她走在院子里面,驻足,停在那桃花树下,伸出手接住那树上落下的花瓣,只觉得心里一阵揪杂沉郁,接着一阵风纷纷扬扬把花瓣吹的潇潇落下。
影七看着李慕歌,知她心情不好。
如今王爷重伤,宫中案子迷雾重重,她更是被下了死命令五日为期要查出幕后真凶。
“主子,莫要伤神了,看你心情不好,小七也……”影七脸上画着胭脂,那套丫鬟装发却有几分不得体,像是戏班子里出来的一样。
谁知,李慕歌转头看着影七,竟笑出声来。
“主子,为何笑小七……今日这打扮是十六给饰弄的,主子被召进宫的急,我也没来得及去看……”影七脸色通红,支支吾吾的,甚至比脸上的腮红还要艳上几分。
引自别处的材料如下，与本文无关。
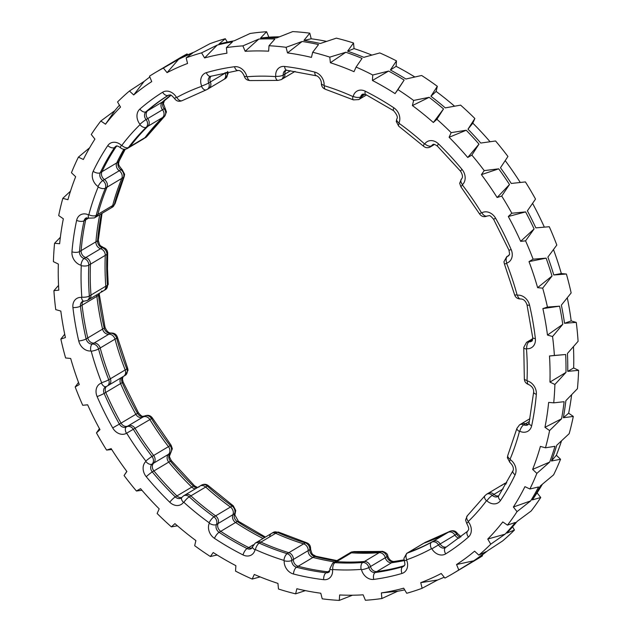 <?xml version="1.0" encoding="UTF-8"?>
<svg xmlns="http://www.w3.org/2000/svg" width="632" height="632" viewBox="0 0 632 632"><rect width="100%" height="100%" fill="white"/><g stroke="black" fill="none" stroke-linecap="round" stroke-linejoin="round"><path stroke-width="0.95" d="M222.985 79.916A5.83 4.693 -120.8 0 0 223.665 79.6A5.83 4.693 -120.8 0 0 225.695 75.54A5.83 4.693 -120.8 0 0 225.19 73.138A5.83 4.693 59.2 0 1 225.024 72.712A5.83 4.693 59.2 0 0 225.19 73.138L210.369 81.97A5.83 4.693 59.2 0 1 211.048 76.188A5.83 4.693 59.2 0 0 210.369 81.97L208.726 82.95A5.83 4.693 59.2 0 1 209.239 85.352A5.83 4.693 59.2 0 1 207.201 89.412L208.844 88.433A5.83 4.693 -120.8 0 0 210.883 84.372A5.83 4.693 -120.8 0 0 210.369 81.97A5.83 4.693 -120.8 0 1 210.883 84.372A5.83 4.693 -120.8 0 1 208.844 88.433A5.83 4.693 -120.8 0 1 208.173 88.757M145.486 137.697A5.83 4.693 -120.8 0 0 146.6 136.686A5.506 3.097 36.9 0 0 147.13 136.212L143.843 138.677A5.83 4.693 -120.8 0 0 144.957 137.665A253.606 204.389 59.2 0 1 162.724 117.434A5.83 4.693 -120.8 0 0 164.044 113.91A5.83 4.693 -120.8 0 0 162.511 109.77A5.83 4.693 59.2 0 1 162.456 101.957A265.266 213.782 59.2 0 1 170.743 95.171A265.266 213.782 59.2 0 0 162.456 101.957L147.635 110.79A265.266 213.782 59.2 0 1 168.681 95.076A265.266 213.782 59.2 0 0 147.635 110.79L145.992 111.769A5.83 4.693 -120.8 0 0 144.515 115.435A5.83 4.693 -120.8 0 0 146.047 119.582A5.83 4.693 59.2 0 1 147.588 123.73A5.83 4.693 59.2 0 1 146.261 127.253A253.606 204.389 -120.8 0 0 128.494 147.477A5.83 4.693 59.2 0 1 127.38 148.488L129.023 147.509A5.83 4.693 -120.8 0 0 130.145 146.498A253.606 204.389 59.2 0 1 147.904 126.266A5.83 4.693 -120.8 0 0 149.231 122.75A5.83 4.693 -120.8 0 0 147.69 118.603A5.83 4.693 59.2 0 1 147.635 110.79A5.83 4.693 59.2 0 0 147.69 118.603L146.047 119.582A5.506 0.545 -38.6 0 0 139.956 124.283A11.337 9.132 59.2 0 1 136.97 116.217A11.337 9.132 59.2 0 1 139.854 109.091A270.773 218.222 59.2 0 1 162.606 92.248A11.337 9.132 59.2 0 1 176.423 97.296L176.802 97.447A259.112 208.829 59.2 0 1 201.545 86.371L201.671 85.999A11.337 9.132 59.2 0 1 200.676 81.331A11.337 9.132 59.2 0 1 206.34 72.672A270.773 218.222 59.2 0 1 234.512 66.723A11.337 9.132 59.2 0 1 246.804 76.464L247.136 76.741A259.112 208.829 59.2 0 1 275.497 76.591L275.734 76.314A11.337 9.132 59.2 0 1 275.678 75.374A11.337 9.132 59.2 0 1 284.621 66.463A270.773 218.222 59.2 0 1 314.815 72.111A11.337 9.132 59.2 0 1 324.105 85.367L324.35 85.739A5.506 2.433 107.1 0 0 325.535 89.333L353.438 99.888L358.747 99.595A5.83 4.693 59.2 0 0 360.635 96.909L362.278 95.93A5.83 4.693 59.2 0 1 363.289 93.971A5.83 4.693 59.2 0 0 362.278 95.93A5.83 4.693 -120.8 0 1 360.39 98.616A5.83 4.693 -120.8 0 0 362.278 95.93L365.114 94.239M112.457 207.138A5.83 4.693 -120.8 0 0 114.313 204.563A5.506 2.56 14.8 0 0 115.064 203.67L112.457 207.138L110.813 208.118A5.83 4.693 -120.8 0 0 112.67 205.55A253.606 204.389 59.2 0 1 121.834 178.366A5.83 4.693 -120.8 0 0 122.221 176.249A5.83 4.693 -120.8 0 0 119.243 170.743A5.83 4.693 59.2 0 1 116.73 162.914A265.266 213.782 59.2 0 1 123.872 149.263A265.266 213.782 59.2 0 0 116.73 162.914L101.918 171.746A265.266 213.782 59.2 0 1 116.217 146.569A5.83 4.693 59.2 0 1 116.58 146.103A5.83 4.693 59.2 0 0 116.217 146.569L114.574 147.556A265.266 213.782 -120.8 0 0 100.267 172.726A5.83 4.693 -120.8 0 0 99.793 175.056A5.83 4.693 -120.8 0 0 102.779 180.555A5.83 4.693 59.2 0 1 105.757 186.061A5.83 4.693 59.2 0 1 105.378 188.186A253.606 204.389 -120.8 0 0 96.206 215.362A5.83 4.693 59.2 0 1 94.35 217.929L95.993 216.95A5.83 4.693 -120.8 0 0 97.857 214.382A253.606 204.389 59.2 0 1 107.021 187.198A5.83 4.693 -120.8 0 0 107.408 185.081A5.83 4.693 -120.8 0 0 104.422 179.575A5.83 4.693 59.2 0 1 101.918 171.746A265.266 213.782 59.2 0 1 116.217 146.569L117.046 146.079M101.333 291.17A5.83 4.693 -120.8 0 0 103.79 290.641A5.83 4.693 -120.8 0 0 105.82 286.572A5.83 4.693 -120.8 0 0 105.805 286.217A253.606 204.389 59.2 0 1 105.267 255.368A5.83 4.693 -120.8 0 0 105.267 255.02A5.83 4.693 -120.8 0 0 100.591 248.708A5.83 4.693 59.2 0 1 95.938 241.803A265.266 213.782 59.2 0 1 99.753 214.714A265.266 213.782 59.2 0 0 95.938 241.803L81.125 250.635A265.266 213.782 59.2 0 1 85.707 219.818A5.83 4.693 59.2 0 1 86.742 217.74A5.83 4.693 59.2 0 0 85.707 219.818L84.056 220.805A265.266 213.782 -120.8 0 0 79.474 251.615A5.83 4.693 -120.8 0 0 79.458 252.208A5.83 4.693 -120.8 0 0 84.135 258.52A5.83 4.693 59.2 0 1 88.804 264.832A5.83 4.693 59.2 0 1 88.804 265.179A253.606 204.389 -120.8 0 0 88.614 280.521A253.606 204.389 -120.8 0 0 89.341 296.029A5.83 4.693 59.2 0 1 89.357 296.392A5.83 4.693 59.2 0 1 87.327 300.453L88.97 299.473A5.83 4.693 -120.8 0 0 91 295.405A5.83 4.693 -120.8 0 0 90.984 295.049A253.606 204.389 59.2 0 1 90.447 264.2A5.83 4.693 -120.8 0 0 90.455 263.852A5.83 4.693 -120.8 0 0 85.778 257.54A5.83 4.693 59.2 0 1 81.125 250.635A265.266 213.782 59.2 0 1 85.707 219.818L88.67 218.056M122.829 376.648A5.83 4.693 -120.8 0 0 123.611 376.293A5.83 4.693 -120.8 0 0 125.642 372.232A5.83 4.693 -120.8 0 0 125.183 369.949A253.606 204.389 59.2 0 1 115 339.147A5.83 4.693 -120.8 0 0 108.823 334.257A5.83 4.693 59.2 0 1 102.582 329.106A265.266 213.782 59.2 0 1 96.894 296.368A5.83 4.693 59.2 0 1 96.925 294.733A5.83 4.693 59.2 0 0 96.894 296.368L82.073 305.201A5.83 4.693 59.2 0 1 83.195 301.251A5.83 4.693 59.2 0 0 82.073 305.201L80.43 306.18A265.266 213.782 -120.8 0 0 86.118 338.926A5.83 4.693 -120.8 0 0 92.359 344.069A5.83 4.693 59.2 0 1 98.545 348.967A253.606 204.389 -120.8 0 0 108.72 379.761A5.83 4.693 59.2 0 1 109.178 382.044A5.83 4.693 59.2 0 1 107.148 386.113L108.791 385.125A5.83 4.693 -120.8 0 0 110.829 381.064A5.83 4.693 -120.8 0 0 110.363 378.781A253.606 204.389 59.2 0 1 100.188 347.979A5.83 4.693 -120.8 0 0 94.01 343.089A5.83 4.693 59.2 0 1 87.769 337.938A265.266 213.782 59.2 0 1 82.073 305.201A265.266 213.782 59.2 0 0 87.769 337.938L86.118 338.926A5.506 1.201 -13 0 1 78.739 340.956A270.773 218.222 59.2 0 1 72.925 307.539A11.337 9.132 59.2 0 1 72.846 306.362A11.337 9.132 59.2 0 1 81.568 297.427L81.82 297.166A259.112 208.829 59.2 0 1 81.078 281.303A259.112 208.829 59.2 0 1 81.267 265.63L81.007 265.266A11.337 9.132 59.2 0 1 71.922 252.99A11.337 9.132 59.2 0 1 71.953 251.836A270.773 218.222 59.2 0 1 76.63 220.378A11.337 9.132 59.2 0 1 88.504 214.872L88.836 214.73A259.112 208.829 59.2 0 1 98.197 186.961L98.055 186.535A11.337 9.132 59.2 0 1 92.256 175.838A11.337 9.132 59.2 0 1 93.181 171.311A270.773 218.222 59.2 0 1 107.78 145.613A11.337 9.132 59.2 0 1 121.439 145.368L121.826 145.368A259.112 208.829 59.2 0 1 139.972 124.701L139.956 124.283M197.05 487.817A5.83 4.693 59.2 0 1 193.408 486.119L191.757 487.106A5.83 4.693 59.2 0 0 195.406 488.797A5.83 4.693 59.2 0 1 191.757 487.106A265.266 213.782 59.2 0 1 168.736 462.118A5.83 4.693 59.2 0 1 168.523 454.282A5.83 4.693 -120.8 0 0 169.921 450.679A5.83 4.693 -120.8 0 0 168.468 446.642A253.606 204.389 59.2 0 1 149.879 419.608A5.83 4.693 -120.8 0 0 142.935 417.065A5.83 4.693 59.2 0 1 135.856 414.3A265.266 213.782 59.2 0 1 120.586 383.585A5.83 4.693 59.2 0 1 121.131 377.778A5.83 4.693 59.2 0 0 120.586 383.585L105.765 392.417A5.83 4.693 59.2 0 1 106.445 386.468A5.83 4.693 59.2 0 0 105.765 392.417L104.122 393.404A265.266 213.782 -120.8 0 0 119.401 424.112A5.83 4.693 -120.8 0 0 126.471 426.877A5.83 4.693 59.2 0 1 133.415 429.42A253.606 204.389 -120.8 0 0 152.004 456.454A5.83 4.693 59.2 0 1 153.465 460.499A5.83 4.693 59.2 0 1 152.059 464.093A5.83 4.693 -120.8 0 0 150.661 467.688A5.83 4.693 -120.8 0 0 152.28 471.93A5.506 0.616 140.4 0 0 146.269 476.726A11.337 9.132 59.2 0 1 143.116 468.47A11.337 9.132 59.2 0 1 145.842 461.478L145.842 461.052A5.506 0.474 -37.5 0 1 152.004 456.454L153.655 455.474A253.606 204.389 59.2 0 1 135.066 428.441A5.83 4.693 -120.8 0 0 128.122 425.897A5.83 4.693 59.2 0 1 121.044 423.132A265.266 213.782 59.2 0 1 105.765 392.417A265.266 213.782 59.2 0 0 121.044 423.132L112.709 427.911A270.773 218.222 59.2 0 1 97.115 396.564A11.337 9.132 59.2 0 1 96.025 391.658A11.337 9.132 59.2 0 1 101.483 383.071L101.618 382.7A5.506 0.664 -21.3 0 0 108.72 379.761L110.363 378.781A253.606 204.389 59.2 0 1 100.188 347.979A5.83 4.693 -120.8 0 0 94.01 343.089A5.83 4.693 59.2 0 1 87.769 337.938L102.582 329.106A265.266 213.782 59.2 0 1 96.894 296.368L98.537 295.389A5.83 4.693 59.2 0 1 98.497 294.781A5.83 4.693 59.2 0 1 98.568 293.754M264.697 537.508A265.266 213.782 59.2 0 1 237.198 521.511A5.83 4.693 59.2 0 1 234.109 515.941A5.83 4.693 59.2 0 1 234.543 513.713A5.83 4.693 -120.8 0 0 234.97 511.493A5.83 4.693 -120.8 0 0 232.086 506.058A253.606 204.389 59.2 0 1 207.328 486.055A5.83 4.693 -120.8 0 0 201.64 485.076C204.128 483.828 206.403 484.057 208.465 485.779L233.287 505.837L235.736 510.506L234.875 514.962L238.406 521.297A5.506 1.675 123.5 0 0 237.198 521.511L235.554 522.498A265.266 213.782 59.2 0 0 263.054 538.488A265.266 213.782 59.2 0 1 235.554 522.498A5.83 4.693 59.2 0 1 232.892 514.701A5.83 4.693 -120.8 0 0 233.327 512.473A5.83 4.693 -120.8 0 0 230.443 507.046A253.606 204.389 59.2 0 1 205.684 487.035A5.83 4.693 -120.8 0 0 199.996 486.055A5.83 4.693 -120.8 0 0 198.819 487.154M336.398 560.939A265.266 213.782 59.2 0 1 314.602 556.452A5.83 4.693 59.2 0 1 309.814 550.109A5.83 4.693 59.2 0 1 309.83 549.635A5.83 4.693 -120.8 0 0 309.838 549.161A5.83 4.693 -120.8 0 0 305.28 542.888A253.606 204.389 59.2 0 1 277.337 532.318A5.83 4.693 -120.8 0 0 273.253 532.405L278.562 532.112L306.465 542.667C309.048 543.631 310.423 545.471 310.604 548.181L310.581 549.129C312.382 555.797 312.35 553.94 315.763 556.223A5.506 2.528 104.5 0 0 314.602 556.452L312.959 557.432A265.266 213.782 59.2 0 0 334.755 561.919A265.266 213.782 59.2 0 1 312.959 557.432A5.83 4.693 59.2 0 1 308.179 550.614A5.83 4.693 -120.8 0 0 308.195 550.148A5.83 4.693 -120.8 0 0 303.629 543.868A253.606 204.389 59.2 0 1 275.686 533.297A5.83 4.693 -120.8 0 0 271.61 533.384A5.83 4.693 -120.8 0 0 269.722 536.07M295.049 71.392L282.891 78.645A5.83 4.693 -120.8 0 0 284.921 74.576A5.83 4.693 -120.8 0 0 284.898 74.094A5.83 4.693 59.2 0 1 286.027 70.263A5.83 4.693 59.2 0 0 284.898 74.094L283.247 75.074A5.83 4.693 59.2 0 1 283.278 75.556A5.83 4.693 59.2 0 1 281.248 79.624L282.891 78.645A5.83 4.693 -120.8 0 0 284.921 74.576A5.83 4.693 -120.8 0 0 284.898 74.094L290.53 70.737M171.414 460.752L194.514 485.818A5.506 1.027 134.3 0 0 193.408 486.119A265.266 213.782 59.2 0 1 170.387 461.139A5.83 4.693 59.2 0 1 168.768 456.889A5.83 4.693 59.2 0 1 170.166 453.294A5.83 4.693 -120.8 0 0 171.572 449.7A5.83 4.693 -120.8 0 0 170.111 445.663A253.606 204.389 59.2 0 1 151.522 418.621L152.454 418.092L171.114 445.236L172.339 448.72L169.534 455.909C169.179 456.233 169.803 457.852 171.414 460.752A5.506 0.616 140.4 0 0 170.387 461.139L168.736 462.118A265.266 213.782 59.2 0 0 191.757 487.106L176.944 495.938A5.83 4.693 59.2 0 0 181.771 497.51A5.83 4.693 59.2 0 1 176.944 495.938A265.266 213.782 59.2 0 1 153.924 470.951A5.83 4.693 59.2 0 1 153.71 463.114A5.83 4.693 -120.8 0 0 155.109 459.519A5.83 4.693 -120.8 0 0 153.655 455.474A253.606 204.389 59.2 0 1 135.066 428.441A5.83 4.693 -120.8 0 0 128.122 425.897A5.83 4.693 59.2 0 1 121.044 423.132L135.856 414.3A265.266 213.782 59.2 0 1 120.586 383.585L122.229 382.605A5.83 4.693 59.2 0 1 121.668 380.085A5.83 4.693 59.2 0 1 122.774 376.798M253.456 544.745L248.724 547.565A5.83 4.693 59.2 0 0 251.971 548.015A5.83 4.693 59.2 0 1 248.724 547.565A265.266 213.782 59.2 0 1 220.734 531.33A5.83 4.693 59.2 0 1 218.08 523.533A5.83 4.693 -120.8 0 0 218.506 521.305A5.83 4.693 -120.8 0 0 215.631 515.878A253.606 204.389 59.2 0 1 190.872 495.867A5.83 4.693 -120.8 0 0 185.176 494.888L183.533 495.875A5.83 4.693 59.2 0 1 189.221 496.847A253.606 204.389 -120.8 0 0 213.979 516.858A5.83 4.693 59.2 0 1 216.863 522.285A5.83 4.693 59.2 0 1 216.436 524.513A5.83 4.693 -120.8 0 0 216.002 526.733A5.83 4.693 -120.8 0 0 219.091 532.31A5.506 1.675 123.5 0 0 214.469 538.353A11.337 9.132 59.2 0 1 208.465 527.515A11.337 9.132 59.2 0 1 209.295 523.193L209.16 522.767A259.112 208.829 59.2 0 1 183.865 502.322L183.485 502.329A11.337 9.132 59.2 0 1 169.763 502.227A270.773 218.222 59.2 0 1 146.269 476.726M329.746 570.593L327.724 571.802A5.83 4.693 59.2 0 0 329.233 571.715A5.83 4.693 59.2 0 1 327.724 571.802A265.266 213.782 59.2 0 1 298.146 566.264A5.83 4.693 59.2 0 1 293.367 559.454A5.83 4.693 -120.8 0 0 293.374 558.98A5.83 4.693 -120.8 0 0 288.816 552.7A253.606 204.389 59.2 0 1 260.874 542.13A5.83 4.693 -120.8 0 0 256.79 542.216L255.146 543.196A5.83 4.693 59.2 0 1 259.231 543.109A253.606 204.389 -120.8 0 0 287.173 553.679A5.83 4.693 59.2 0 1 291.731 559.96A5.83 4.693 59.2 0 1 291.723 560.434A5.83 4.693 -120.8 0 0 291.708 560.908A5.83 4.693 -120.8 0 0 296.495 567.244A5.506 2.528 104.5 0 0 293.485 574.014A11.337 9.132 59.2 0 1 284.171 561.69A11.337 9.132 59.2 0 1 284.195 560.766L283.942 560.394A259.112 208.829 59.2 0 1 255.391 549.595L255.067 549.745A11.337 9.132 59.2 0 1 243.036 554.936A270.773 218.222 59.2 0 1 214.469 538.353M87.658 404.851L82.729 405.278A291.368 234.828 59.2 0 1 75.184 386.95L79.284 384.525A285.593 230.167 -120.8 0 1 70.673 358.463L65.609 357.973A291.368 234.828 59.2 0 1 60.854 339.06L65.42 337.551A285.593 230.167 -120.8 0 1 60.814 311.07L55.734 309.609A291.368 234.828 59.2 0 1 53.91 290.68L58.8 290.143A285.593 230.167 -120.8 0 1 58.341 264.042L53.404 261.656A291.368 234.828 59.2 0 1 54.573 243.288L60.364 237.292M54.573 243.288L59.637 243.731A285.593 230.167 -120.8 0 1 63.342 218.806L58.697 215.567A291.368 234.828 59.2 0 1 62.821 198.322L70.484 191.164M62.821 198.322L67.908 199.728A285.593 230.167 -120.8 0 1 75.658 176.731L71.448 172.749A291.368 234.828 59.2 0 1 78.4 157.139L89.633 147.77M78.4 157.139L83.353 159.477A285.593 230.167 -120.8 0 1 94.919 139.111L91.261 134.49A291.368 234.828 59.2 0 1 100.836 121.004L114.842 110.632A291.368 234.828 59.2 0 1 119.424 105.181M100.836 121.004L105.505 124.196A285.593 230.167 -120.8 0 1 120.53 107.077L117.552 101.965A291.368 234.828 59.2 0 1 129.457 91L144.12 81.41A291.368 234.828 59.2 0 1 149.847 76.986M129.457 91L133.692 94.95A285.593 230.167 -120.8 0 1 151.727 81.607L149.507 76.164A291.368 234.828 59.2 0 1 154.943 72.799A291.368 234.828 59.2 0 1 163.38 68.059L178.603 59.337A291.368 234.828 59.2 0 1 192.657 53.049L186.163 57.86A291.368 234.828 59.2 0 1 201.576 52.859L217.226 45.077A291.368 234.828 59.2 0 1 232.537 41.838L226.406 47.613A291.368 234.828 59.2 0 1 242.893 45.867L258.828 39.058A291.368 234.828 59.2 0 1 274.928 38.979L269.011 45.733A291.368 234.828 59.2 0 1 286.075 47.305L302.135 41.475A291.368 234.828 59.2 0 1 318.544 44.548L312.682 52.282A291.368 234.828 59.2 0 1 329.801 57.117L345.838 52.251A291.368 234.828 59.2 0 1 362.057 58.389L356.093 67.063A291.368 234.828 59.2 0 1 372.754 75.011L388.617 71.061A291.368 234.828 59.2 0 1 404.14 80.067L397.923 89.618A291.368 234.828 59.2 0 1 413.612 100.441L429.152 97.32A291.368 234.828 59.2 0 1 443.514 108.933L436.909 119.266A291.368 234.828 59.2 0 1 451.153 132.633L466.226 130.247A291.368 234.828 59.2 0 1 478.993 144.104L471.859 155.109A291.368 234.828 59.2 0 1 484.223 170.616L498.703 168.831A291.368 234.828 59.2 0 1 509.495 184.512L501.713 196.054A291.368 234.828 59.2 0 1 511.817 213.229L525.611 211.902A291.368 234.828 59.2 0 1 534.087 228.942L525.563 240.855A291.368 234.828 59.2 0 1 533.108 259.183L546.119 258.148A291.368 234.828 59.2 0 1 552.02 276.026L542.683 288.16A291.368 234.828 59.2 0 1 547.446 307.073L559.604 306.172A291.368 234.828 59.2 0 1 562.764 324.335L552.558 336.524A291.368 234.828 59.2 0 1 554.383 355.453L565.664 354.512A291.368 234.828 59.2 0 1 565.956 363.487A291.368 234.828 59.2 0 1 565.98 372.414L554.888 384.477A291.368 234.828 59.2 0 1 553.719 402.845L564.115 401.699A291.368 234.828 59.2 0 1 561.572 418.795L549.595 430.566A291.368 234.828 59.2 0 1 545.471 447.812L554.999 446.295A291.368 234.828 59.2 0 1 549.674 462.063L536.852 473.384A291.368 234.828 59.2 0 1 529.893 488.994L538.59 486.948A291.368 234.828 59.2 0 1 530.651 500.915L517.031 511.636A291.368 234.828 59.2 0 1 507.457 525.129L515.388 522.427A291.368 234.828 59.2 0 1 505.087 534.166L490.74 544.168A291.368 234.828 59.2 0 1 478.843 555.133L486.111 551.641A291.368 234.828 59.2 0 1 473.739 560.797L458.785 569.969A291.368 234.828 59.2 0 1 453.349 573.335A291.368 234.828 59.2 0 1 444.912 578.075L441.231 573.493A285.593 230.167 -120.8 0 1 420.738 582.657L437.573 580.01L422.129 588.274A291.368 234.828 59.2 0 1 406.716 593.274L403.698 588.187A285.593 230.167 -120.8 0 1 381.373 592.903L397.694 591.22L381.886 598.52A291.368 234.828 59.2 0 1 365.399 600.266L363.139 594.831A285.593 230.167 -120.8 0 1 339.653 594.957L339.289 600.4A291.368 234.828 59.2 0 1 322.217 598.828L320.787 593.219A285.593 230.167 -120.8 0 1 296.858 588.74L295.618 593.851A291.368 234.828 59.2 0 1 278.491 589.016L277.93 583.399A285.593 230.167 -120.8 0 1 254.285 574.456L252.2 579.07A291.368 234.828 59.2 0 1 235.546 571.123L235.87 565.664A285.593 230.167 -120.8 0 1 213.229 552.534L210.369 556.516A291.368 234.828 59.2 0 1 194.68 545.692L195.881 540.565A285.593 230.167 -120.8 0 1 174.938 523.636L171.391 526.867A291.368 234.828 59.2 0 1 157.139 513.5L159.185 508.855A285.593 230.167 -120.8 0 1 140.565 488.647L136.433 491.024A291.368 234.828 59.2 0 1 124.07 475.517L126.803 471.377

“无碍,十六的动手能力愈发差劲了,我去看看王爷。”李慕歌掩面,只觉得再看一会儿影七,她就憋不住笑了。
“主子……”影七挠头。
难道他今日的装束很好笑吗?
进了魏临渊的厢房,他正在休憩。
也许是天性机敏,当李慕歌推开门,魏临渊就醒了。
“听管家说皇上召你进宫了,何事?”
“也没什么,就是五日为期,让我查出真凶,现在宫里上下谣言四起,可热闹了……什么乱七八糟的故事都有。”李慕歌无奈的瘪了瘪嘴。
她走到案台前,拿起纱布,给魏临渊重新换些纱布和药。
“看来和本王猜的一模一样,晌午过后我便同你一起进宫。”魏临渊这么说着。
这不是做梦吃星星呢?现在他的伤口只要动一下就会撕裂,李慕歌也不是那狠心女人,何况,魏临渊还是因为她受的伤。
李慕歌拿起绷带,动作轻柔小心翼翼给魏临渊换着绷带,“不用了,你就好好休息,你这样不是给我添麻烦呢嘛……一切交给我吧!”
许是绷带扯起的时候有些疼,魏临渊眉头皱了一下,“嘶……”
只是听到李慕歌说“你这不是给我添麻烦”的时候,魏临渊眼神一阵黯然失落。
“你把伤养好了,案子我也破了,两全其美。”
她的长发柔顺的落在肩膀上,一双白皙的手熟练的给魏临渊换药,那双眸子如剪水般动人,一双柳眉微微皱着,眼睛是止不住的心疼,多了几分柔媚细腻。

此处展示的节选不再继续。